PROVIDED INFORMATION:
+--

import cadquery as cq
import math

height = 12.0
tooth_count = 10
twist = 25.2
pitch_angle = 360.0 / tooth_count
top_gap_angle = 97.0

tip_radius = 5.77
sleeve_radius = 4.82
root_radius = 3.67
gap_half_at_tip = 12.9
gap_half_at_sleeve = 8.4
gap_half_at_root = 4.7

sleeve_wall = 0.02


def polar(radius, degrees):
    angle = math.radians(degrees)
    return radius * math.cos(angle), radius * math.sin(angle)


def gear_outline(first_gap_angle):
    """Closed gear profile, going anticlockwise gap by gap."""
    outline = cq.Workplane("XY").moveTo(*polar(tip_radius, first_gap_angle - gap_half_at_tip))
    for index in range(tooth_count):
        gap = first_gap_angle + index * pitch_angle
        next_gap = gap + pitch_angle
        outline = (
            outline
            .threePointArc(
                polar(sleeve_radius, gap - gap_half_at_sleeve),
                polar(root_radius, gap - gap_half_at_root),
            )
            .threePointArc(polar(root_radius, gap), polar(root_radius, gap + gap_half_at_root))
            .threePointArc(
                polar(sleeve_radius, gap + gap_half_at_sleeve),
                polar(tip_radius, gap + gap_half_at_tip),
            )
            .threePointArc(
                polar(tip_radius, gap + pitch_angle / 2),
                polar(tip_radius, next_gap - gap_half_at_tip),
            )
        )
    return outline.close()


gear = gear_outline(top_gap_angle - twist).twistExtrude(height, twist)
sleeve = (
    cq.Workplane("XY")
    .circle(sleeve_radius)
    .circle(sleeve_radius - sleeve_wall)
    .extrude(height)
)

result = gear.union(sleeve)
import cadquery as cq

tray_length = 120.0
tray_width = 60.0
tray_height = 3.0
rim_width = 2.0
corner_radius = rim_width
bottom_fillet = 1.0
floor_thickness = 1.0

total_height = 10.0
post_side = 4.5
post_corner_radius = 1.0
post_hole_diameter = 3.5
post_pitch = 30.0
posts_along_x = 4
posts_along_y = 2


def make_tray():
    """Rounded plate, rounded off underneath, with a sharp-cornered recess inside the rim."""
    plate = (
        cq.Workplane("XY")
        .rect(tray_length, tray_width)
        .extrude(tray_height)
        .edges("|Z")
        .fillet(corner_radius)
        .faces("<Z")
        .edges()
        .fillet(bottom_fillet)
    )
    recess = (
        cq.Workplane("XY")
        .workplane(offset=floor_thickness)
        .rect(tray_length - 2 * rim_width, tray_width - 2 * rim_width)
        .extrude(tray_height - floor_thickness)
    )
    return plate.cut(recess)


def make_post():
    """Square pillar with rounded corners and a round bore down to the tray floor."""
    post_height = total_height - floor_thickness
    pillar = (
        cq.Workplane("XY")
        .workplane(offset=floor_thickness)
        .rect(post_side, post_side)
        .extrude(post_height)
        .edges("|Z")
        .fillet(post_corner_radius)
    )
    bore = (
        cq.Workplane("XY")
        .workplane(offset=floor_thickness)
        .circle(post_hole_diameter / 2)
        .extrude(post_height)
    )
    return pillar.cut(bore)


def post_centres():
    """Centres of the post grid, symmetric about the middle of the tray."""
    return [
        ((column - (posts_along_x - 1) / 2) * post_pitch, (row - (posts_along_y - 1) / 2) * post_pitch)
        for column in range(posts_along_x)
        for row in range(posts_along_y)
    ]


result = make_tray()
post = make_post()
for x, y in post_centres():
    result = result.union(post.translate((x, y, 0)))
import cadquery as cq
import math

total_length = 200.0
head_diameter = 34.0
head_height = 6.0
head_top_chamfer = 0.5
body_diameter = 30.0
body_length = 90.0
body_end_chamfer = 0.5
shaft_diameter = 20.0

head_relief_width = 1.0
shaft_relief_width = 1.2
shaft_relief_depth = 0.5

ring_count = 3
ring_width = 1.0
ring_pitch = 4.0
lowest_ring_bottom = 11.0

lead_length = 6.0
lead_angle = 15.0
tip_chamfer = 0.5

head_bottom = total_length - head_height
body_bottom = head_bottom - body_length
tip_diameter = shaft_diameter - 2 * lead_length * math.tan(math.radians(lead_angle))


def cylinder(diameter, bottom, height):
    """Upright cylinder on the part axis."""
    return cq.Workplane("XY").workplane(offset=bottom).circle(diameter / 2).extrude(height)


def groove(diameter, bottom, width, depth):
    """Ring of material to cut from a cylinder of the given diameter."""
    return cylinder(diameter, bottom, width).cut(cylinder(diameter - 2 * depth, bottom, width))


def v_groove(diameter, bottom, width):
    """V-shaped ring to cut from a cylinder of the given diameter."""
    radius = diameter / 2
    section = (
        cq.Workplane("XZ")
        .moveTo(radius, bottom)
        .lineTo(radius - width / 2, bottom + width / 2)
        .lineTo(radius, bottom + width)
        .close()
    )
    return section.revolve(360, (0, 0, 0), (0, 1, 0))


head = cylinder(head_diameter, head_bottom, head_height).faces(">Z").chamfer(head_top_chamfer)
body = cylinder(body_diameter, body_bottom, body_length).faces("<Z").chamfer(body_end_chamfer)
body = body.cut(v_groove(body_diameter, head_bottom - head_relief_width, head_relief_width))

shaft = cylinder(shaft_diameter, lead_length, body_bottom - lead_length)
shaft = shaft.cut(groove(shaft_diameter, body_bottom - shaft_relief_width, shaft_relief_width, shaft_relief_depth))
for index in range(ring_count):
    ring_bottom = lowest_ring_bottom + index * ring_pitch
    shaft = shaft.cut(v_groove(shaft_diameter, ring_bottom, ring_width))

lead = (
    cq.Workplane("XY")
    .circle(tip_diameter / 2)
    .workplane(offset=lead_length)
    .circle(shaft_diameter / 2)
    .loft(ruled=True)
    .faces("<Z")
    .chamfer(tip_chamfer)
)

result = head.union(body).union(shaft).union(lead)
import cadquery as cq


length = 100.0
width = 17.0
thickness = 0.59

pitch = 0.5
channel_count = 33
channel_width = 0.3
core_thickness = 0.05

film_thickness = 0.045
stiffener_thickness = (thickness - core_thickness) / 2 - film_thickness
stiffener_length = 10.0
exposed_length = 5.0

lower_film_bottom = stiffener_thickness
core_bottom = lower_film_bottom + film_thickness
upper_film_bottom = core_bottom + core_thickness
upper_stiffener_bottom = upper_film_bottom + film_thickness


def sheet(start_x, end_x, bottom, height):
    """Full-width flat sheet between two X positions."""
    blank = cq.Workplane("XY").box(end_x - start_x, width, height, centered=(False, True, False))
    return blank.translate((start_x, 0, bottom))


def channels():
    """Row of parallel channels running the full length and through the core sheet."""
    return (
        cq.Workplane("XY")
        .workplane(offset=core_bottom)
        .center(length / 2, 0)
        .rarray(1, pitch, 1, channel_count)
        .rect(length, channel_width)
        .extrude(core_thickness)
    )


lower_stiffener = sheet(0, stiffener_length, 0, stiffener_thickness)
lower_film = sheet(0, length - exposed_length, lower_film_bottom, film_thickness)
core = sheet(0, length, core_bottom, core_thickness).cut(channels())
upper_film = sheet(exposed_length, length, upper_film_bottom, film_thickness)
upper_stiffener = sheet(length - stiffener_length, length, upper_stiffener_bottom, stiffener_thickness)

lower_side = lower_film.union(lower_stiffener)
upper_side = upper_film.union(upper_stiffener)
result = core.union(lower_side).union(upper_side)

+--

REQUIRED WORK:
Line for line, the material above should be repeated exactly.

WRITTEN REPLY:
import cadquery as cq
import math

height = 12.0
tooth_count = 10
twist = 25.2
pitch_angle = 360.0 / tooth_count
top_gap_angle = 97.0

tip_radius = 5.77
sleeve_radius = 4.82
root_radius = 3.67
gap_half_at_tip = 12.9
gap_half_at_sleeve = 8.4
gap_half_at_root = 4.7

sleeve_wall = 0.02


def polar(radius, degrees):
    angle = math.radians(degrees)
    return radius * math.cos(angle), radius * math.sin(angle)


def gear_outline(first_gap_angle):
    """Closed gear profile, going anticlockwise gap by gap."""
    outline = cq.Workplane("XY").moveTo(*polar(tip_radius, first_gap_angle - gap_half_at_tip))
    for index in range(tooth_count):
        gap = first_gap_angle + index * pitch_angle
        next_gap = gap + pitch_angle
        outline = (
            outline
            .threePointArc(
                polar(sleeve_radius, gap - gap_half_at_sleeve),
                polar(root_radius, gap - gap_half_at_root),
            )
            .threePointArc(polar(root_radius, gap), polar(root_radius, gap + gap_half_at_root))
            .threePointArc(
                polar(sleeve_radius, gap + gap_half_at_sleeve),
                polar(tip_radius, gap + gap_half_at_tip),
            )
            .threePointArc(
                polar(tip_radius, gap + pitch_angle / 2),
                polar(tip_radius, next_gap - gap_half_at_tip),
            )
        )
    return outline.close()


gear = gear_outline(top_gap_angle - twist).twistExtrude(height, twist)
sleeve = (
    cq.Workplane("XY")
    .circle(sleeve_radius)
    .circle(sleeve_radius - sleeve_wall)
    .extrude(height)
)

result = gear.union(sleeve)
import cadquery as cq

tray_length = 120.0
tray_width = 60.0
tray_height = 3.0
rim_width = 2.0
corner_radius = rim_width
bottom_fillet = 1.0
floor_thickness = 1.0

total_height = 10.0
post_side = 4.5
post_corner_radius = 1.0
post_hole_diameter = 3.5
post_pitch = 30.0
posts_along_x = 4
posts_along_y = 2


def make_tray():
    """Rounded plate, rounded off underneath, with a sharp-cornered recess inside the rim."""
    plate = (
        cq.Workplane("XY")
        .rect(tray_length, tray_width)
        .extrude(tray_height)
        .edges("|Z")
        .fillet(corner_radius)
        .faces("<Z")
        .edges()
        .fillet(bottom_fillet)
    )
    recess = (
        cq.Workplane("XY")
        .workplane(offset=floor_thickness)
        .rect(tray_length - 2 * rim_width, tray_width - 2 * rim_width)
        .extrude(tray_height - floor_thickness)
    )
    return plate.cut(recess)


def make_post():
    """Square pillar with rounded corners and a round bore down to the tray floor."""
    post_height = total_height - floor_thickness
    pillar = (
        cq.Workplane("XY")
        .workplane(offset=floor_thickness)
        .rect(post_side, post_side)
        .extrude(post_height)
        .edges("|Z")
        .fillet(post_corner_radius)
    )
    bore = (
        cq.Workplane("XY")
        .workplane(offset=floor_thickness)
        .circle(post_hole_diameter / 2)
        .extrude(post_height)
    )
    return pillar.cut(bore)


def post_centres():
    """Centres of the post grid, symmetric about the middle of the tray."""
    return [
        ((column - (posts_along_x - 1) / 2) * post_pitch, (row - (posts_along_y - 1) / 2) * post_pitch)
        for column in range(posts_along_x)
        for row in range(posts_along_y)
    ]


result = make_tray()
post = make_post()
for x, y in post_centres():
    result = result.union(post.translate((x, y, 0)))
import cadquery as cq
import math

total_length = 200.0
head_diameter = 34.0
head_height = 6.0
head_top_chamfer = 0.5
body_diameter = 30.0
body_length = 90.0
body_end_chamfer = 0.5
shaft_diameter = 20.0

head_relief_width = 1.0
shaft_relief_width = 1.2
shaft_relief_depth = 0.5

ring_count = 3
ring_width = 1.0
ring_pitch = 4.0
lowest_ring_bottom = 11.0

lead_length = 6.0
lead_angle = 15.0
tip_chamfer = 0.5

head_bottom = total_length - head_height
body_bottom = head_bottom - body_length
tip_diameter = shaft_diameter - 2 * lead_length * math.tan(math.radians(lead_angle))


def cylinder(diameter, bottom, height):
    """Upright cylinder on the part axis."""
    return cq.Workplane("XY").workplane(offset=bottom).circle(diameter / 2).extrude(height)


def groove(diameter, bottom, width, depth):
    """Ring of material to cut from a cylinder of the given diameter."""
    return cylinder(diameter, bottom, width).cut(cylinder(diameter - 2 * depth, bottom, width))


def v_groove(diameter, bottom, width):
    """V-shaped ring to cut from a cylinder of the given diameter."""
    radius = diameter / 2
    section = (
        cq.Workplane("XZ")
        .moveTo(radius, bottom)
        .lineTo(radius - width / 2, bottom + width / 2)
        .lineTo(radius, bottom + width)
        .close()
    )
    return section.revolve(360, (0, 0, 0), (0, 1, 0))


head = cylinder(head_diameter, head_bottom, head_height).faces(">Z").chamfer(head_top_chamfer)
body = cylinder(body_diameter, body_bottom, body_length).faces("<Z").chamfer(body_end_chamfer)
body = body.cut(v_groove(body_diameter, head_bottom - head_relief_width, head_relief_width))

shaft = cylinder(shaft_diameter, lead_length, body_bottom - lead_length)
shaft = shaft.cut(groove(shaft_diameter, body_bottom - shaft_relief_width, shaft_relief_width, shaft_relief_depth))
for index in range(ring_count):
    ring_bottom = lowest_ring_bottom + index * ring_pitch
    shaft = shaft.cut(v_groove(shaft_diameter, ring_bottom, ring_width))

lead = (
    cq.Workplane("XY")
    .circle(tip_diameter / 2)
    .workplane(offset=lead_length)
    .circle(shaft_diameter / 2)
    .loft(ruled=True)
    .faces("<Z")
    .chamfer(tip_chamfer)
)

result = head.union(body).union(shaft).union(lead)
import cadquery as cq


length = 100.0
width = 17.0
thickness = 0.59

pitch = 0.5
channel_count = 33
channel_width = 0.3
core_thickness = 0.05

film_thickness = 0.045
stiffener_thickness = (thickness - core_thickness) / 2 - film_thickness
stiffener_length = 10.0
exposed_length = 5.0

lower_film_bottom = stiffener_thickness
core_bottom = lower_film_bottom + film_thickness
upper_film_bottom = core_bottom + core_thickness
upper_stiffener_bottom = upper_film_bottom + film_thickness


def sheet(start_x, end_x, bottom, height):
    """Full-width flat sheet between two X positions."""
    blank = cq.Workplane("XY").box(end_x - start_x, width, height, centered=(False, True, False))
    return blank.translate((start_x, 0, bottom))


def channels():
    """Row of parallel channels running the full length and through the core sheet."""
    return (
        cq.Workplane("XY")
        .workplane(offset=core_bottom)
        .center(length / 2, 0)
        .rarray(1, pitch, 1, channel_count)
        .rect(length, channel_width)
        .extrude(core_thickness)
    )


lower_stiffener = sheet(0, stiffener_length, 0, stiffener_thickness)
lower_film = sheet(0, length - exposed_length, lower_film_bottom, film_thickness)
core = sheet(0, length, core_bottom, core_thickness).cut(channels())
upper_film = sheet(exposed_length, length, upper_film_bottom, film_thickness)
upper_stiffener = sheet(length - stiffener_length, length, upper_stiffener_bottom, stiffener_thickness)

lower_side = lower_film.union(lower_stiffener)
upper_side = upper_film.union(upper_stiffener)
result = core.union(lower_side).union(upper_side)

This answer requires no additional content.